# Using EQ to flatten LF of main speakers?



## NimaBeamer (Jan 15, 2009)

Hello,

I am using two Klipsch Epic CF3 in a treated room (absorbers in the corners, ceiling and the side walls) and two Klipsch THX KW120 subwoofers. The integration of sub and mains (80Hz double bass for stereo and 60Hz sub alone for HT) is good and I love it with both 2Ch and HT. I am using an AntiMode 8033 to process the subs. 

But since we all strive for perfection I noticed while measuring my main speakers that my LF was a little bit low. Would a parametric EQ help? I am bi-amping the speakers so I could insert an AntiMode or a PEQ before the LF amp.

Would it do anything good? Waste of time? Would the integration with the subs be better, smoother?

Thanks,
N.


----------



## dougc (Dec 19, 2009)

Are your mains set to large and full range? How are they located in relation to walls, corners, each other?


----------



## NimaBeamer (Jan 15, 2009)

Hi Doug,

for 2 Channel use (which this graph represents) I use a Parasound 2100 preamp which has a full range pre-out where the Klipsch speakers are connected and a sub out with an analog bass management (set to 80 Hz).

Here is a picture of the setup.

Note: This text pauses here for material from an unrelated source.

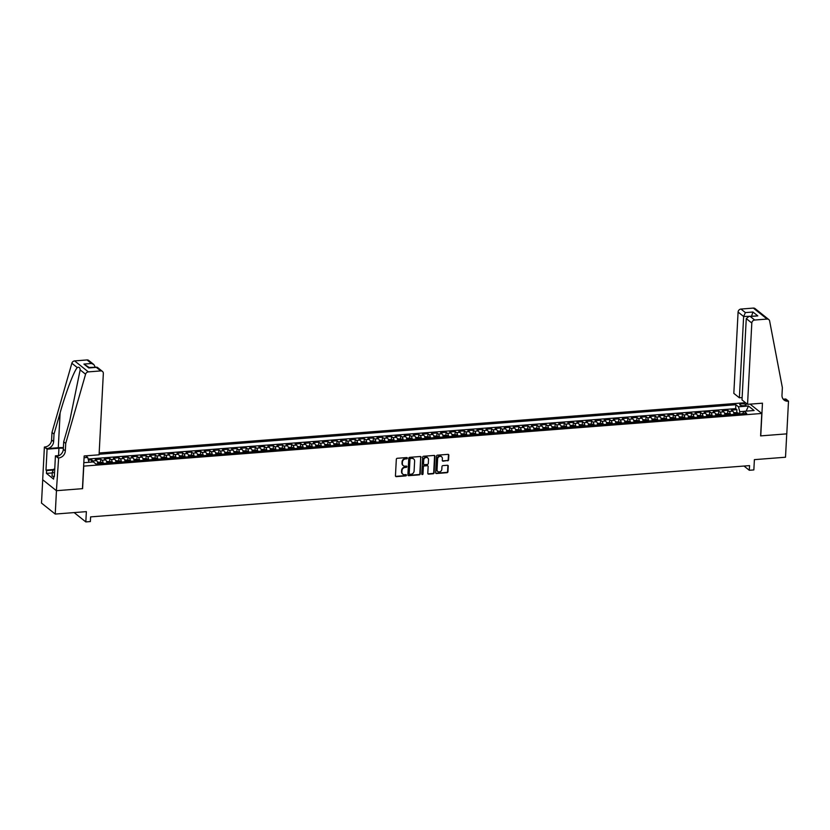 <?xml version="1.0" encoding="UTF-8"?>
<svg xmlns="http://www.w3.org/2000/svg" width="830" height="830" viewBox="0 0 830 830"><rect width="100%" height="100%" fill="white"/><g stroke="black" fill="none" stroke-linecap="round" stroke-linejoin="round"><path stroke-width="1.25" d="M407.333 458.15A0.674 0.591 128.6 0 0 406.742 457.558L397.259 458.295A0.965 0.84 128.6 0 0 396.325 459.281L395.454 475.798A0.965 0.84 128.6 0 0 396.304 476.638L405.777 475.901A0.674 0.591 128.6 0 0 406.233 474.729A0.674 0.591 128.6 0 0 405.849 474.615L404.625 474.719A3.092 2.708 128.6 0 1 401.917 472L401.99 470.62A3.092 2.708 128.6 0 1 404.999 467.466L406.223 467.373A0.674 0.591 128.6 0 0 406.679 466.201A0.674 0.591 128.6 0 0 406.295 466.087L405.071 466.18A3.092 2.708 128.6 0 1 402.363 463.472L402.436 462.092A3.092 2.708 128.6 0 1 405.445 458.938L406.679 458.845A0.674 0.591 128.6 0 0 407.333 458.15M403.121 465.506A3.092 2.708 128.6 0 1 402 463.171L402.073 461.802A3.092 2.708 128.6 0 1 405.082 458.637L406.306 458.544A0.674 0.591 128.6 0 0 406.908 457.569M395.588 476.296A0.965 0.84 128.6 0 0 395.931 476.347L405.413 475.611A0.674 0.591 128.6 0 0 406.015 474.625M402.664 474.034A3.092 2.708 128.6 0 1 401.544 471.699L401.616 470.33A3.092 2.708 128.6 0 1 404.625 467.176L405.86 467.072A0.674 0.591 128.6 0 0 406.461 466.097M741.709 403.805A3.144 0.965 3 0 0 739.758 404.594A3.144 0.965 3 0 0 744.085 405.704A3.144 0.965 3 0 0 746.035 404.916A3.144 0.965 3 0 0 741.709 403.805M447.64 460.816A0.965 0.84 128.6 0 0 448.584 459.83L448.823 455.193A0.965 0.84 128.6 0 0 447.982 454.352L437.452 455.172A0.965 0.84 128.6 0 0 436.518 456.158L435.646 472.664A0.965 0.84 128.6 0 0 436.487 473.515L447.017 472.695A0.965 0.84 128.6 0 0 447.961 471.71L448.252 466.107A0.965 0.84 128.6 0 0 447.412 465.267L442.898 465.609A0.965 0.84 128.6 0 0 441.965 466.605L441.819 469.375A2.583 2.262 128.6 0 1 437.047 469.749L437.618 458.876A2.583 2.262 128.6 0 1 442.39 458.502L442.297 460.318A0.965 0.84 128.6 0 0 443.137 461.169L447.266 460.515A0.965 0.84 128.6 0 0 448.21 459.53L448.449 454.902A0.965 0.84 128.6 0 0 448.325 454.394M83.757 466.232L82.585 488.663L56.461 490.696L55.237 514.061L86.362 511.633L85.822 521.914L90.366 521.562L90.615 516.883L749.552 465.609L749.303 470.278L753.848 469.925L754.387 459.644L785.512 457.226L786.736 433.862L760.612 435.895L761.784 413.465L83.633 466.128M421.08 457.351A0.965 0.84 128.6 0 0 420.239 456.51L409.709 457.33A0.965 0.84 128.6 0 0 408.765 458.316L407.904 474.822A0.965 0.84 128.6 0 0 408.744 475.673L419.275 474.853A0.965 0.84 128.6 0 0 420.219 473.868L420.706 457.06A0.965 0.84 128.6 0 0 420.582 456.552M423.58 456.251L434.111 455.431A0.965 0.84 128.6 0 1 434.951 456.272L434.09 472.789A0.965 0.84 128.6 0 1 433.146 473.774L428.643 474.127A0.965 0.84 128.6 0 1 427.792 473.276L428.145 466.585A0.965 0.84 128.6 0 0 427.305 465.734L424.317 465.962A0.965 0.84 128.6 0 0 423.373 466.948L423.01 473.92A0.674 0.591 128.6 0 1 421.764 474.023L422.636 457.237A0.965 0.84 128.6 0 1 423.58 456.251M55.237 514.061L41.5 503.084L42.724 479.761M736.76 412.479L736.905 409.636L731.448 410.062L732.807 411.141L729.176 411.421A3.932 1.473 85.6 0 1 730.4 414.647M727.671 413.184L727.817 410.342L722.359 410.767L723.718 411.846L720.087 412.126A3.932 1.473 85.6 0 1 721.312 415.353M718.583 413.89L718.728 411.047L713.271 411.473L714.63 412.552L710.999 412.842A3.932 1.473 85.6 0 1 712.223 416.058M709.494 414.606L709.64 411.753L704.182 412.178L705.542 413.257L701.9 413.548A3.932 1.473 85.6 0 1 703.135 416.764M700.406 415.311L700.551 412.458L695.094 412.884L696.453 413.973L692.811 414.253A3.932 1.473 85.6 0 1 694.046 417.469M691.317 416.017L691.463 413.174L686.005 413.599L687.365 414.678L683.723 414.959A3.932 1.473 85.6 0 1 684.958 418.175M682.218 416.722L682.374 413.88L676.917 414.305L678.276 415.384L674.634 415.664A3.932 1.473 85.6 0 1 675.869 418.891M673.13 417.428L673.286 414.585L667.828 415.01L669.188 416.089L665.546 416.37A3.932 1.473 85.6 0 1 666.78 419.596M664.042 418.144L664.197 415.291L658.74 415.716L660.099 416.795L656.457 417.085A3.932 1.473 85.6 0 1 657.692 420.302M654.953 418.849L655.109 415.996L649.651 416.421L651.011 417.511L647.369 417.791A3.932 1.473 85.6 0 1 648.604 421.007M645.865 419.555L646.02 416.702L640.563 417.127L641.922 418.216L638.28 418.496A3.932 1.473 85.6 0 1 639.515 421.713M636.776 420.26L636.932 417.417L631.474 417.843L632.834 418.922L629.192 419.202A3.932 1.473 85.6 0 1 630.427 422.418M627.688 420.966L627.843 418.123L622.386 418.548L623.745 419.627L620.103 419.907A3.932 1.473 85.6 0 1 621.338 423.134M618.599 421.671L618.755 418.828L613.297 419.254L614.657 420.333L611.015 420.613A3.932 1.473 85.6 0 1 612.25 423.84M609.511 422.387L609.666 419.534L604.209 419.959L605.568 421.038L601.926 421.329A3.932 1.473 85.6 0 1 603.161 424.545M600.422 423.093L600.578 420.239L595.12 420.665L596.48 421.754L592.838 422.034A3.932 1.473 85.6 0 1 594.073 425.251M591.334 423.798L591.489 420.955L586.032 421.37L587.391 422.46L583.749 422.74A3.932 1.473 85.6 0 1 584.984 425.956M582.245 424.504L582.401 421.661L576.943 422.086L578.303 423.165L574.661 423.445A3.932 1.473 85.6 0 1 575.896 426.662M573.157 425.209L573.312 422.366L567.855 422.792L569.204 423.871L565.572 424.151A3.932 1.473 85.6 0 1 566.807 427.377M564.068 425.915L564.224 423.072L558.766 423.497L560.115 424.576L556.484 424.867A3.932 1.473 85.6 0 1 557.718 428.083M554.98 426.63L555.125 423.777L549.678 424.203L551.027 425.282L547.395 425.572A3.932 1.473 85.6 0 1 548.63 428.788M545.891 427.336L546.036 424.483L540.589 424.908L541.938 425.998L538.307 426.278A3.932 1.473 85.6 0 1 539.542 429.494M536.803 428.041L536.948 425.199L531.501 425.614L532.85 426.703L529.218 426.983A3.932 1.473 85.6 0 1 530.453 430.199M527.714 428.747L527.859 425.904L522.412 426.33L523.761 427.409L520.13 427.689A3.932 1.473 85.6 0 1 521.365 430.915M518.625 429.452L518.771 426.61L513.324 427.035L514.673 428.114L511.041 428.394A3.932 1.473 85.6 0 1 512.276 431.621M509.537 430.158L509.682 427.315L504.235 427.74L505.584 428.82L501.953 429.11A3.932 1.473 85.6 0 1 503.188 432.326M500.449 430.874L500.594 428.021L495.147 428.446L496.496 429.525L492.864 429.815A3.932 1.473 85.6 0 1 494.089 433.032M491.36 431.579L491.505 428.726L486.058 429.151L487.407 430.241L483.776 430.521A3.932 1.473 85.6 0 1 485 433.737M482.272 432.285L482.417 429.442L476.97 429.857L478.319 430.946L474.687 431.227A3.932 1.473 85.6 0 1 475.912 434.443M473.183 432.99L473.328 430.148L467.881 430.573L469.23 431.652L465.599 431.932A3.932 1.473 85.6 0 1 466.823 435.159M464.095 433.696L464.24 430.853L458.793 431.278L460.142 432.357L456.51 432.638A3.932 1.473 85.6 0 1 457.735 435.864M455.006 434.412L455.151 431.559L449.704 431.984L451.053 433.063L447.422 433.353A3.932 1.473 85.6 0 1 448.646 436.57M445.918 435.117L446.063 432.264L440.616 432.689L441.965 433.779L438.333 434.059A3.932 1.473 85.6 0 1 439.558 437.275M436.829 435.823L436.974 432.97L431.517 433.395L432.876 434.484L429.245 434.764A3.932 1.473 85.6 0 1 430.469 437.981M427.74 436.528L427.886 433.685L422.429 434.111L423.788 435.19L420.156 435.47A3.932 1.473 85.6 0 1 421.381 438.686M418.652 437.234L418.797 434.391L413.34 434.816L414.699 435.895L411.068 436.175A3.932 1.473 85.6 0 1 412.292 439.402M409.564 437.939L409.709 435.096L404.252 435.522L405.611 436.601L401.979 436.881A3.932 1.473 85.6 0 1 403.204 440.108M400.475 438.655L400.62 435.802L395.163 436.227L396.522 437.306L392.891 437.597A3.932 1.473 85.6 0 1 394.115 440.813M391.387 439.361L391.532 436.507L386.075 436.933L387.434 438.022L383.802 438.302A3.932 1.473 85.6 0 1 385.027 441.519M382.298 440.066L382.443 437.213L376.986 437.638L378.345 438.728L374.704 439.008A3.932 1.473 85.6 0 1 375.938 442.224M373.21 440.772L373.355 437.929L367.898 438.354L369.257 439.433L365.615 439.713A3.932 1.473 85.6 0 1 366.85 442.93M364.121 441.477L364.266 438.634L358.809 439.06L360.168 440.139L356.526 440.419A3.932 1.473 85.6 0 1 357.761 443.645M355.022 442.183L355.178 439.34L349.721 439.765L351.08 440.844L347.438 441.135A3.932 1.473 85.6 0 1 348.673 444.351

Both corners are filled to the roof with fluffy fibre glass wool under the screen there are 30 cm fluffy stuff absorbers (> 5 kPa*s/m²). And the sides have absorbers which are a combination of the fluffy stuff and a first layer of more rigid acoustic fibre glass wool (> 11 kPa*s/m²) , ceiling is treated as well. RT60 is around 0,2-0,3s. 
I put the main speakers on the stands (filled with sand) to raise them to ear level.


----------



## dougc (Dec 19, 2009)

It doesn't look like you have much wiggle room for positioning of your mains for a better response. REW has a nice feature that builds a custom filter for you from your measurements, and then can be uploaded to the miniDSP. I have not done this yet for my subs, but plan to. I imagine it could have similar use for your mains. Hopefully someone with first-hand experience can educate us.


----------



## NimaBeamer (Jan 15, 2009)

I was thinking about a Anti Mode Dual Core or a OpenDRC MiniDSP. FIR vs PEQ. Which is better? :innocent:


----------



## Wayne A. Pflughaupt (Apr 13, 2006)

NimaBeamer said:


> But since we all strive for perfection I noticed while measuring my main speakers that my LF was a little bit low. Would a parametric EQ help?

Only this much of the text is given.